Assignment »
Only text lines belong in the answer: the lines from the first one in the records through the line with "pin_diameter = 3.45", copied exactly.
══ Task input ══
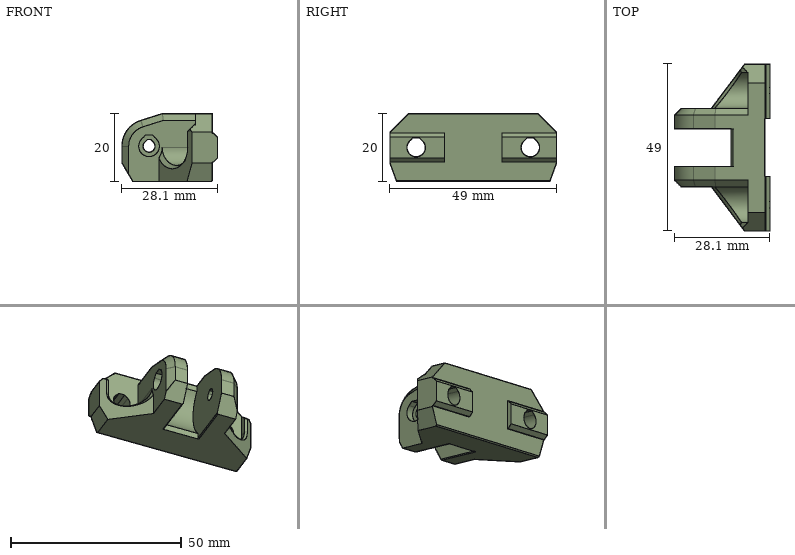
import cadquery as cq
import math

width = 49.0
half_width = width / 2
height = 20.0
back_x = 26.6
plate_thickness = 5.0
plate_front_x = back_x - plate_thickness
end_corner_height = 5.5
end_bottom_inset = 2.0
back_edge_chamfer = 0.4

arm_inner_y = 5.5
arm_outer_y = 11.5
arm_radius = 8.0
arm_chamfer = 2.0
arm_slope_angle = 17.5
toe_length = 3.25
toe_height = 5.5
pin_x = arm_radius
pin_z = 10.4
pin_diameter = 3.45
pin_head_diameter = 6.1
pin_head_depth = 2.5

knuckle_radius = 12.0
knuckle_lip = 2.0
slot_edge_chamfer = 0.3

wing_front_x = 10.9
wing_end_thickness = 6.0
wing_end_x = back_x - wing_end_thickness
mount_y = 16.75
mount_z = height / 2
mount_diameter = 5.35
pocket_radius = mount_y - arm_outer_y
pocket_edge_chamfer = 1.0

pad_inner_y = 8.5
pad_outer_y = half_width
pad_half_height = 4.25
pad_lip = 0.3
pad_chamfer = 1.22

roof_relief = 0.2

pick_margin = 0.05


def prism_along_y(points, y_start, y_end):
    """Extrude a closed XZ polygon between two Y positions."""
    outline = cq.Workplane("XZ", origin=(0, y_start, 0)).polyline(points).close()
    return outline.extrude(y_start - y_end)


def roofed_hole(plane, centre, diameter, length):
    """Cutter for a horizontal round hole with 45 degree shoulders and a flat roof."""
    radius = diameter / 2
    shoulder = radius * math.sqrt(0.5)
    roof = radius + roof_relief
    roof_half_width = radius * math.sqrt(2) - roof
    return (
        cq.Workplane(plane, origin=centre)
        .moveTo(shoulder, shoulder)
        .threePointArc((0, -radius), (-shoulder, shoulder))
        .lineTo(-roof_half_width, roof)
        .lineTo(roof_half_width, roof)
        .close()
        .extrude(length)
    )


def end_envelope():
    """Full-depth block with the end silhouette: 45 degree top and steep bottom corners."""
    half_outline = [
        (half_width - end_bottom_inset, 0),
        (half_width, end_corner_height),
        (half_width, height - end_corner_height),
        (half_width - end_corner_height, height),
    ]
    mirrored = [(-y, z) for y, z in reversed(half_outline)]
    return cq.Workplane("YZ").polyline(half_outline + mirrored).close().extrude(back_x)


def back_plate():
    """Plate behind the arms, reaching forward to the outer ends of the wings."""
    plate = cq.Workplane("XY").box(plate_thickness, width, height, centered=(False, True, False))
    return plate.translate((plate_front_x, 0, 0))


def arm():
    """One hinge arm on the +Y side, chamfered along its outer edge."""
    angle = math.radians(arm_slope_angle)
    tangent_x = pin_x - arm_radius * math.sin(angle)
    tangent_z = pin_z + arm_radius * math.cos(angle)
    slope_end_x = tangent_x + (height - tangent_z) / math.tan(angle)
    arc_angle = (math.pi / 2 - angle) / 2
    arc_middle = (pin_x - arm_radius * math.cos(arc_angle), pin_z + arm_radius * math.sin(arc_angle))

    solid = (
        cq.Workplane("XZ", origin=(0, arm_outer_y, 0))
        .moveTo(plate_front_x, 0)
        .lineTo(toe_length, 0)
        .lineTo(0, toe_height)
        .lineTo(0, pin_z)
        .threePointArc(arc_middle, (tangent_x, tangent_z))
        .lineTo(slope_end_x, height)
        .lineTo(plate_front_x, height)
        .close()
        .extrude(arm_outer_y)
    )

    rounded_zone = cq.selectors.BoxSelector(
        (-pick_margin, 0, toe_height),
        (plate_front_x - pick_margin, width, height + pick_margin),
    )
    return solid.faces(">Y").edges(rounded_zone).chamfer(arm_chamfer)


def wing():
    """Sloping +Y wing with its open-topped screw pocket and bevelled top."""
    slope = (wing_end_x - wing_front_x) / (half_width - arm_outer_y)
    root_x = wing_front_x - slope * (arm_outer_y - arm_inner_y)
    pocket_outer_y = mount_y + pocket_radius

    solid = (
        cq.Workplane("XY")
        .polyline([
            (root_x, arm_inner_y),
            (back_x, arm_inner_y),
            (back_x, half_width),
            (wing_end_x, half_width),
        ])
        .close()
        .extrude(height)
    )
    pocket = (
        cq.Workplane("YZ")
        .moveTo(arm_outer_y, height)
        .lineTo(arm_outer_y, mount_z)
        .threePointArc((mount_y, mount_z - pocket_radius), (pocket_outer_y, mount_z))
        .lineTo(pocket_outer_y, height)
        .close()
        .extrude(plate_front_x)
    )
    solid = solid.cut(pocket)

    slope_normal = cq.Vector(-1, slope, 0)
    rim_zone = cq.selectors.BoxSelector(
        (0, arm_outer_y - pick_margin, pick_margin),
        (plate_front_x, pocket_outer_y + pick_margin, height - pick_margin),
    )
    solid = (
        solid.faces(cq.selectors.DirectionMinMaxSelector(slope_normal))
        .edges(rim_zone)
        .chamfer(pocket_edge_chamfer)
    )

    bevel_z = height - end_corner_height + half_width - pocket_outer_y
    bevel_drop = bevel_z - mount_z
    bevel = prism_along_y(
        [
            (plate_front_x, bevel_z),
            (plate_front_x - bevel_drop, bevel_z - bevel_drop),
            (plate_front_x - bevel_drop, height),
            (plate_front_x, height),
        ],
        mount_y,
        half_width,
    )
    outside_arm = cq.Workplane("XY").box(back_x, half_width, height, centered=False)
    return solid.cut(bevel).intersect(outside_arm.translate((0, arm_outer_y, 0)))


def pad():
    """Locating pad on the back at the +Y side, with bevelled long edges."""
    lip_x = back_x + pad_lip
    pad_x = lip_x + pad_chamfer
    flat_half_height = pad_half_height - pad_chamfer
    return prism_along_y(
        [
            (plate_front_x, mount_z - pad_half_height),
            (lip_x, mount_z - pad_half_height),
            (pad_x, mount_z - flat_half_height),
            (pad_x, mount_z + flat_half_height),
            (lip_x, mount_z + pad_half_height),
            (plate_front_x, mount_z + pad_half_height),
        ],
        pad_inner_y,
        pad_outer_y,
    )


def knuckle_slot():
    """Space between the arms, with a round back centred on the pin axis."""
    slot_width = 2 * arm_inner_y
    top_z = height - knuckle_lip
    top_x = pin_x + math.sqrt(knuckle_radius**2 - (top_z - pin_z)**2)
    bottom_x = pin_x + math.sqrt(knuckle_radius**2 - (pin_z - knuckle_lip)**2)
    slot = (
        cq.Workplane("XZ", origin=(0, arm_inner_y, 0))
        .moveTo(0, 0)
        .lineTo(bottom_x, 0)
        .lineTo(bottom_x, knuckle_lip)
        .threePointArc((pin_x + knuckle_radius, pin_z), (top_x, top_z))
        .lineTo(top_x, height)
        .lineTo(0, height)
        .close()
        .extrude(slot_width)
    )
    flared_half_width = arm_inner_y + slot_edge_chamfer
    flare = (
        cq.Workplane("YZ")
        .polyline([
            (-flared_half_width, 0),
            (flared_half_width, 0),
            (arm_inner_y, slot_edge_chamfer),
            (-arm_inner_y, slot_edge_chamfer),
        ])
        .close()
        .extrude(bottom_x)
    )
    return slot.union(flare)


half_body = arm().union(wing())
body = back_plate().union(half_body).union(half_body.mirror("XZ"))
body = body.intersect(end_envelope())
body = body.edges(">X and <Z").chamfer(back_edge_chamfer)
body = body.cut(knuckle_slot())
body = body.union(pad()).union(pad().mirror("XZ"))

body = body.cut(roofed_hole("XZ", (pin_x, half_width, pin_z), pin_diameter, width))
pin_head = roofed_hole("XZ", (pin_x, arm_outer_y, pin_z), pin_head_diameter, pin_head_depth)
body = body.cut(pin_head).cut(pin_head.mirror("XZ"))

mount_length = 2 * plate_thickness
for side in (-1, 1):
    centre = (plate_front_x, side * mount_y, mount_z)
    body = body.cut(roofed_hole("YZ", centre, mount_diameter, mount_length))

result = body
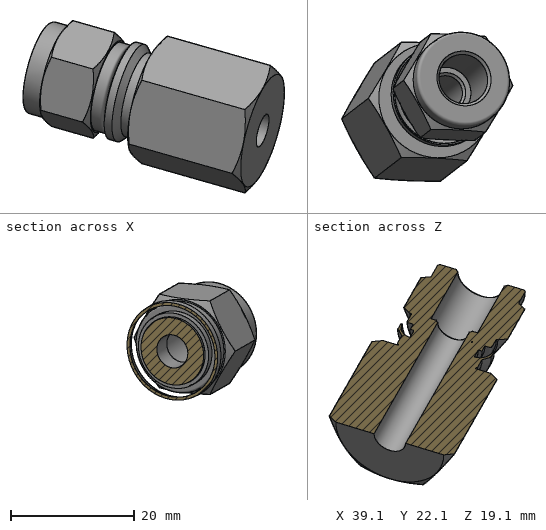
import cadquery as cq
import math

length = 39.07
nut_start = 3.1
nut_end = 12.0
sleeve_end = 14.05
flange_start = 14.6
neck_end = 15.3
flange_rim_end = 15.98
flange_cone_end = 17.07
body_start = 19.22

collar_diameter = 15.5
nut_flats = 15.85
sleeve_diameter = 15.0
neck_diameter = 12.7
core_diameter = 11.4
flange_diameter = 16.5
shank_diameter = 14.2
flange_recess_diameter = 15.95
body_flats = 19.1
body_face_diameter = 19.0

tube_diameter = 8.13
tube_depth = 11.72
tube_mouth_chamfer = 0.45
passage_diameter = 5.5
passage_mouth_diameter = 6.35

collar_round = 0.5
sleeve_round = 0.35
shank_chamfer = 0.3
hex_chamfer_angle = 30.0
half_quarter_turn = math.radians(45)


def cylinder(start, end, diameter):
    """Solid cylinder on the X axis between two X positions."""
    return cq.Workplane("YZ", origin=(start, 0, 0)).circle(diameter / 2).extrude(end - start)


def hexagon(start, end, flats, face_diameter):
    """Hexagonal prism with corners along Y and conical chamfers at both ends."""
    corner_radius = flats / 2 / math.cos(math.pi / 6)
    prism = (
        cq.Workplane("YZ", origin=(start, 0, 0))
        .polygon(6, 2 * corner_radius)
        .extrude(end - start)
    )
    chamfer_width = corner_radius - face_diameter / 2
    chamfer_depth = chamfer_width * math.tan(math.radians(hex_chamfer_angle))
    envelope = (
        cq.Workplane("XY")
        .moveTo(start, 0)
        .lineTo(start, face_diameter / 2)
        .lineTo(start + chamfer_depth, corner_radius)
        .lineTo(end - chamfer_depth, corner_radius)
        .lineTo(end, face_diameter / 2)
        .lineTo(end, 0)
        .close()
        .revolve(360, (0, 0, 0), (1, 0, 0))
    )
    return prism.intersect(envelope)


collar = cylinder(0, nut_start, collar_diameter).faces("<X").edges().fillet(collar_round)
nut_hex = hexagon(nut_start, nut_end, nut_flats, collar_diameter)
sleeve = cylinder(nut_end, sleeve_end, sleeve_diameter).faces(">X").edges().fillet(sleeve_round)
nut = collar.union(nut_hex).union(sleeve)

neck = cylinder(sleeve_end, neck_end, neck_diameter)
core = cylinder(neck_end, flange_cone_end, core_diameter)
flange = (
    cq.Workplane("XY")
    .moveTo(flange_start, 0)
    .lineTo(flange_start, flange_diameter / 2)
    .lineTo(flange_rim_end, flange_diameter / 2)
    .lineTo(flange_cone_end, shank_diameter / 2)
    .lineTo(flange_cone_end, 0)
    .close()
    .revolve(360, (0, 0, 0), (1, 0, 0))
)
recess_radius = (flange_recess_diameter - core_diameter) / 2
recess_middle = recess_radius * math.sin(half_quarter_turn)
recess = (
    cq.Workplane("XY")
    .moveTo(flange_start, core_diameter / 2)
    .lineTo(flange_start + recess_radius, core_diameter / 2)
    .threePointArc(
        (flange_start + recess_middle, core_diameter / 2 + recess_middle),
        (flange_start, flange_recess_diameter / 2),
    )
    .close()
    .revolve(360, (0, 0, 0), (1, 0, 0))
)
flange = flange.cut(recess)
shank = cylinder(flange_cone_end, body_start, shank_diameter).faces(">X").edges().chamfer(shank_chamfer)

body = hexagon(body_start, length, body_flats, body_face_diameter)

passage_chamfer = (passage_mouth_diameter - passage_diameter) / 2
bore = (
    cq.Workplane("XY")
    .lineTo(0, tube_diameter / 2 + tube_mouth_chamfer)
    .lineTo(tube_mouth_chamfer, tube_diameter / 2)
    .lineTo(tube_depth, tube_diameter / 2)
    .lineTo(tube_depth, passage_mouth_diameter / 2)
    .lineTo(tube_depth + passage_chamfer, passage_diameter / 2)
    .lineTo(length, passage_diameter / 2)
    .lineTo(length, 0)
    .close()
    .revolve(360, (0, 0, 0), (1, 0, 0))
)

result = nut.union(neck).union(core).union(flange).union(shank).union(body).cut(bore)
═══
Task result »
import cadquery as cq
import math

width = 49.0
half_width = width / 2
height = 20.0
back_x = 26.6
plate_thickness = 5.0
plate_front_x = back_x - plate_thickness
end_corner_height = 5.5
end_bottom_inset = 2.0
back_edge_chamfer = 0.4

arm_inner_y = 5.5
arm_outer_y = 11.5
arm_radius = 8.0
arm_chamfer = 2.0
arm_slope_angle = 17.5
toe_length = 3.25
toe_height = 5.5
pin_x = arm_radius
pin_z = 10.4
pin_diameter = 3.45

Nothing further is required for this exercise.